Thanks to all of you. Your comments are very interesting and they really help me.


----------



## Packard

Secrete is a verb and Secret is an adjective or noun as I recall.  I don't think there is a verb "secret".

In any event, I believe before mass produced envelopes were available people used to make "packets" from square sheets of fabric or paper and place the contents in the center of the fabric.  They would then fold the sheet in half, and then in half the other direction to enclose the content.  I believe that to "fold and smooth and secrete" the item is referring to this process.

(I believe that gem stone dealers still use folded packets for the stones.)


----------



## panjandrum

*secret*, verb (obsolete):
_trans._ To keep secret, conceal, hide. 
*secrete*, verb (2):
_trans._ To place in concealment, to hide out of sight, to keep secret.
_OED_

I would expect secrete in this context, never having come across secret as a verb.
I assumed on first reading that there was something missing from the sentence, because I know that little girls aged 8 love secret things (secret, adjective).
I have to say that there is no sign of my source of information about 8-year-old girls having any interest in folding or smoothing (based on the evidence of her room).


----------



## trevorb

Thomas Tompion said:


> I couldn't find to secret in Jane Austen but she uses to secrete, though only once, that I could find, in Northanger Abbey, Chapter 23:
> 
> But suites of apartments did not spring up with her wishes. Large as was the building, she had already visited the greatest part; though, on being told that, with the addition of the kitchen, the six or seven rooms she had now seen surrounded three sides of the court, she could scarcely believe it, or overcome the suspicion of there being many chambers *secreted*.


 
Out of interest, how do you know whether this is _secret_ or _secrete_?

I'm in the same boat as Katie_here.

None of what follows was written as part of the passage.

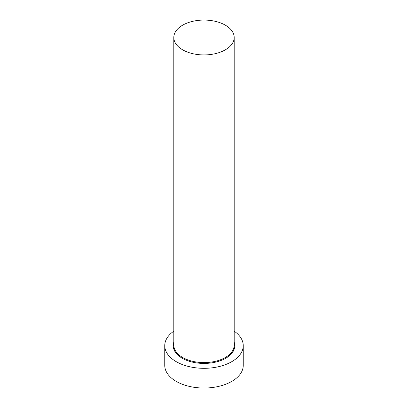 <?xml version="1.0" encoding="UTF-8"?>
<svg xmlns="http://www.w3.org/2000/svg" width="408" height="408" viewBox="0 0 408 408"><rect width="100%" height="100%" fill="white"/><g stroke="black" fill="none" stroke-linecap="round" stroke-linejoin="round"><path stroke-width="0.61" d="M182.651 49.822A30.192 17.432 0 0 0 215.557 53.601A30.192 17.432 0 0 0 234.192 37.495A30.192 17.432 0 0 0 225.349 25.169A30.192 17.432 0 0 0 192.443 21.395A30.192 17.432 0 0 0 173.808 37.495A30.192 17.432 0 0 0 182.651 49.822M173.808 331.174A39.25 22.659 0 0 0 164.75 345.653A39.25 22.659 0 0 0 176.246 361.677A39.25 22.659 0 0 0 219.019 366.588A39.25 22.659 0 0 0 243.25 345.653A39.25 22.659 0 0 0 234.192 331.174M164.75 345.653L164.75 365.374A39.25 22.659 0 0 0 176.246 381.398A39.25 22.659 0 0 0 219.019 386.31A39.25 22.659 0 0 0 243.25 365.374L243.25 345.653M234.192 342.149A30.799 17.779 180 0 1 218.545 361.325A30.799 17.779 180 0 1 182.223 358.224A30.799 17.779 180 0 1 173.808 342.149M173.808 37.495L173.808 345.158A30.192 17.432 0 0 0 182.651 357.485A30.192 17.432 0 0 0 215.557 361.264A30.192 17.432 0 0 0 234.192 345.158L234.192 37.495"/></g></svg>
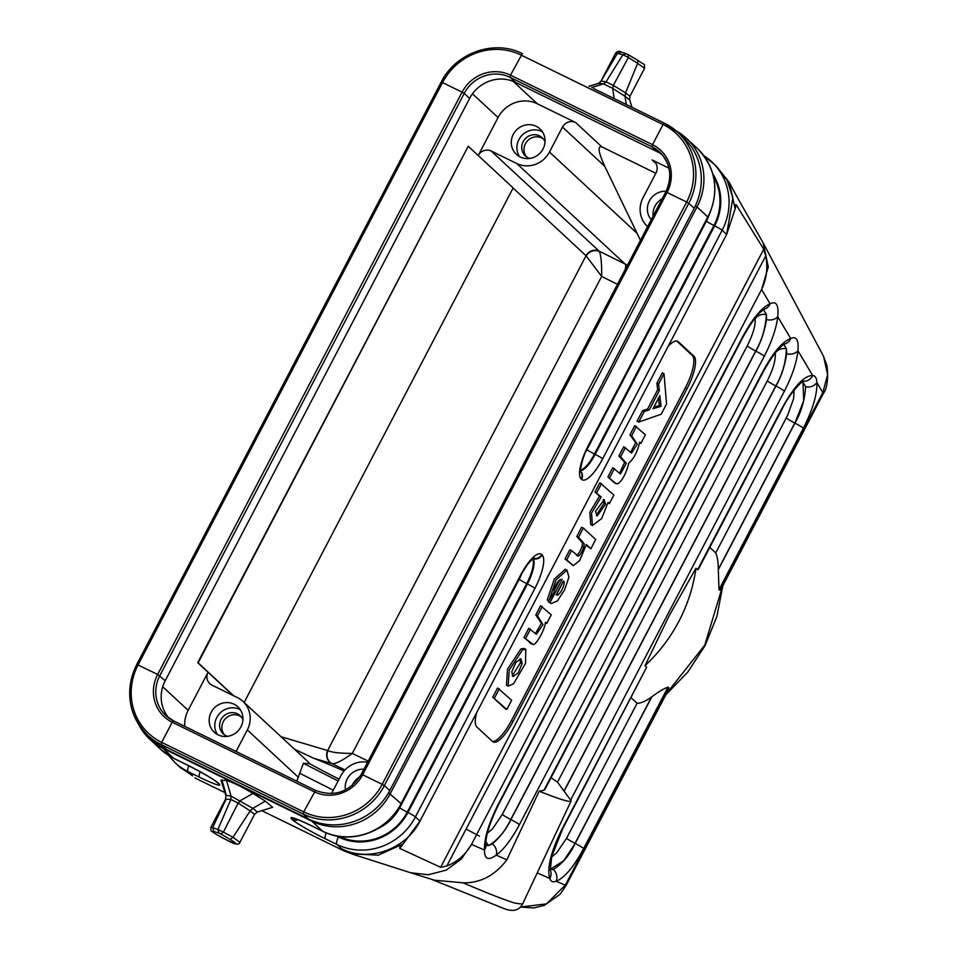 <?xml version="1.0" encoding="UTF-8"?>
<svg xmlns="http://www.w3.org/2000/svg" width="958" height="958" viewBox="0 0 958 958"><rect width="100%" height="100%" fill="white"/><g stroke="black" fill="none" stroke-linecap="round" stroke-linejoin="round"><path stroke-width="1.44" d="M168.824 718.045A34.704 33.015 132.9 0 1 165.219 680.695L157.675 674.444L136.862 664.457A61.48 58.474 -47.1 0 0 147.772 735.337L153.16 740.33A61.48 58.474 -47.1 0 0 163.255 747.767A61.48 58.474 -47.1 0 0 166.596 749.551L308.632 819.054L303.243 814.06L232.231 779.297L161.207 744.546L166.596 749.551M138.455 724.08A59.504 56.582 -47.1 0 0 149.963 739.408A59.504 56.582 -47.1 0 0 162.968 748.318L173.781 758.353L185.265 763.969A30.62 2.611 27.6 0 1 218.46 783.261L218.903 783.68A30.62 2.611 27.6 0 1 199.587 777.261L188.103 771.645L192.618 775.836L179.625 766.915L175.098 762.724A59.504 56.582 132.9 0 0 188.103 771.645A7.436 2.203 -63.9 0 1 188.81 765.765M665.81 192.055L667.055 192.462L362.651 774.759L382.206 784.327L686.623 202.042L688.766 203.288L384.362 785.572L389.75 790.578L694.167 208.293A61.48 58.474 -47.1 0 0 695.269 206.078A61.48 58.474 -47.1 0 0 683.246 137.413L677.857 132.408A61.48 58.474 -47.1 0 0 664.421 123.199L593.301 88.399M675.989 130.755A59.504 56.582 132.9 0 1 686.443 138.347A59.504 56.582 132.9 0 1 697.005 206.94L695.269 206.078M389.75 790.578A61.48 58.474 132.9 0 1 388.565 792.745A61.48 58.474 132.9 0 1 312.092 820.611A61.48 58.474 132.9 0 1 308.632 819.054M763.143 243.033L768.316 266.911L761.574 289.544L471.54 844.333C465.576 854.68 457.325 861.889 446.799 865.996L440.62 867.325L399.737 848.381L403.162 843.926L378.302 855.159L351.73 853.865L343.826 850.812L336.941 844.477L325.457 838.861A30.62 2.611 27.6 0 1 292.262 819.581L291.819 819.162A30.62 2.611 27.6 0 1 311.134 825.568L322.618 831.197L311.805 821.162A59.504 56.582 -47.1 0 0 390.301 793.595L697.005 206.94L707.818 216.963A59.504 56.582 -47.1 0 0 697.256 148.37C716.249 168.333 719.829 191.301 708.034 217.286A7.436 0.635 -152.4 0 0 707.818 216.963L588.344 445.506A30.62 9.089 -63.9 0 0 581.147 478.964L581.59 479.383A30.62 9.089 -63.9 0 0 602.666 458.786A7.436 0.635 -152.4 0 0 595.158 454.379L714.632 225.849A52.714 50.127 -47.1 0 0 712.848 174.081M312.092 820.611L311.805 821.162L162.968 748.318L163.255 747.767M529.702 158.429A12.394 11.783 132.9 0 1 528.074 157.783A12.394 11.783 132.9 0 1 525.367 155.926A12.394 11.783 132.9 0 1 525.152 138.826A12.394 11.783 132.9 0 1 542.228 137.76A12.394 11.783 132.9 0 1 545.054 141.892M543.282 138.874A12.394 11.783 -47.1 0 0 527.403 140.91A12.394 11.783 -47.1 0 0 526.565 156.896M339.084 779.165A115.93 5.568 25.2 0 1 309.757 763.742L307.877 761.634M294.573 749.288L313.649 758.233A115.93 5.568 25.2 0 1 344.066 770.986M479.467 836.214A115.93 5.568 25.2 0 0 466.103 829.077M309.757 763.742L303.387 763.322L296.776 781.189M227.226 840.262L227.142 840.238C219.849 836.669 211.838 831.819 211.862 831.257C210.999 831.448 210.688 830.095 210.952 827.173L225.573 799.2L225.872 795.619L221.011 780.291L226.483 780.435C232.638 782.279 241.488 786.614 253.008 793.428L265.342 801.151L272.659 807.283L257.295 812.049L254.529 814.36L250.182 810.887L232.986 837.292L239.907 842.322L254.529 814.36M194.857 777.908L224.926 792.625M261.774 810.66L343.718 850.764M640.459 240.338L604.761 166.297C598.355 152.25 597.397 145.772 601.864 146.873L655.835 173.29M647.404 226.399L647.632 226.615A24.788 23.579 132.9 0 1 647.404 226.399A24.788 23.579 132.9 0 1 642.998 197.827L656.05 172.871A9.915 9.436 -47.1 0 0 652.123 159.95L668.935 168.177M345.012 769.933L331.947 763.634A9.915 9.46 106.5 0 1 327.66 750.521L327.959 750.677C332.127 752.473 340.246 753.395 352.293 753.419L368.207 761.119M604.761 166.297L562.49 127.079L549.449 152.035A24.788 23.579 -47.1 0 1 516.745 163.519L491.226 151.041A9.915 9.436 132.9 0 0 478.21 155.507L498.052 117.535L472.486 93.812M184.762 726.38A29.746 28.297 132.9 0 1 188.151 710.333L208.066 672.241A9.915 9.436 -47.1 0 0 211.993 685.162L237.5 697.652A24.788 23.579 132.9 0 1 242.925 701.364A24.788 23.579 132.9 0 1 247.32 729.948L298.537 777.465M244.146 702.501L513.165 187.936L468.234 146.251L197.731 662.661L233.141 695.52M281.065 736.75L327.66 750.521L586.045 255.738A9.915 9.436 132.9 0 1 599.121 251.14L599.409 251.535C601.037 255.594 601.792 263.893 601.66 276.419L352.293 753.419C342.521 760.52 335.791 763.945 332.115 763.694A9.915 9.293 107.8 0 1 327.959 750.677M491.226 151.041L599.121 251.14L627.478 265.174M823.161 393.81L822.802 392.576L827.652 374.614L823.557 356.352M719.542 590.116L822.802 392.576L816.863 382.577C817.342 394.061 812.851 409.282 803.391 428.226L719.015 589.625L720.2 590.176L721.087 589.086L823.15 393.858C827.173 388.481 828.454 379.105 827.017 365.764L823.437 356.125L763.191 242.997M803.319 381.248A9.915 9.448 -75.1 0 0 812.683 375.548C815.27 375.668 816.671 378.015 816.863 382.577A9.915 8.55 -6 0 1 805.654 386.733L802.325 381.116M537.222 872.954L549.796 878.414C546.755 868.188 550.91 851.602 562.25 828.658L646.626 667.259L644.974 665.726L669.163 615.778L695.951 568.226L697.592 569.759L781.967 408.359C794.194 386.242 804.433 375.296 812.683 375.548L797.918 350.676C796.817 362.112 792.314 375.596 784.422 391.127L570.621 800.086L571.028 800.625A158.669 7.616 -154.8 0 1 571.064 801.092A158.669 7.616 -154.8 0 1 563.603 800.074A158.669 7.616 -154.8 0 1 539.162 791.212L543.988 790.194L762.999 371.261C773.178 352.508 782.411 341.599 790.709 338.521C796.433 335.899 798.84 339.958 797.918 350.676A9.915 7.616 4.1 0 1 786.71 353.777L786.41 348.748C785.895 362.22 782.351 374.614 775.788 385.942L775.944 386.026C781.057 377.141 784.65 366.387 786.71 353.777M784.722 343.958L784.77 343.946A9.915 9.173 -104.7 0 0 790.709 338.521L777.74 316.679C776.435 328.007 771.956 341.18 764.304 356.22L519.404 824.67C511.512 839.412 503.788 849.578 496.232 855.159L506.878 859.781L539.162 791.212M471.504 844.417L484.473 850.057C484.161 838.525 488.664 823.437 497.992 804.804L742.893 336.342C752.796 318.212 761.861 307.362 770.064 303.77C776.303 300.656 778.854 304.955 777.74 316.679A9.915 7.448 5.3 0 1 766.544 319.589L766.388 314.571C765.55 327.995 761.981 340.15 755.67 351.035L755.838 351.119C760.784 342.497 764.352 331.995 766.544 319.589M764.7 309.015A9.915 9.101 -108.1 0 0 770.064 303.77L761.598 289.508M485.898 845.459L488.82 845.531L492.448 843.878C500.423 836.837 506.578 828.742 510.937 819.569L510.77 819.485C505.297 831.137 497.98 839.819 488.82 845.531A9.915 9.149 74.4 0 1 485.922 841.34M520.457 907.058L533.929 907.921L544.18 905.394L560.095 894.281L566.082 885.599L668.037 690.574L668.744 687.88L668.037 687.125L583.661 848.525C573.626 867.05 564.466 877.935 556.191 881.192L566.058 885.575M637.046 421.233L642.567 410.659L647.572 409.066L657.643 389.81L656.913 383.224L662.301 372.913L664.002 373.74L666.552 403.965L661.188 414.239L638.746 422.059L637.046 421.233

I have always thought that the verb meaning to hide away was spelled _secret_, although pronounced with the stress on the second syllable. But the evidence seems to be against us.

Although it is still in use, it does have a slightly literary, poetic, or just plain old-fanshioned sound to it. Perhaps my only encounters with it in writing have been in pre-eighteenth century texts - or in the past tense!

Trevor.


----------



## Thomas Tompion

trevorb said:


> Out of interest, how do you know whether this is _secret_ or _secrete_? [...]


I wondered who'd be the first to notice that - Don't tell him, Pike.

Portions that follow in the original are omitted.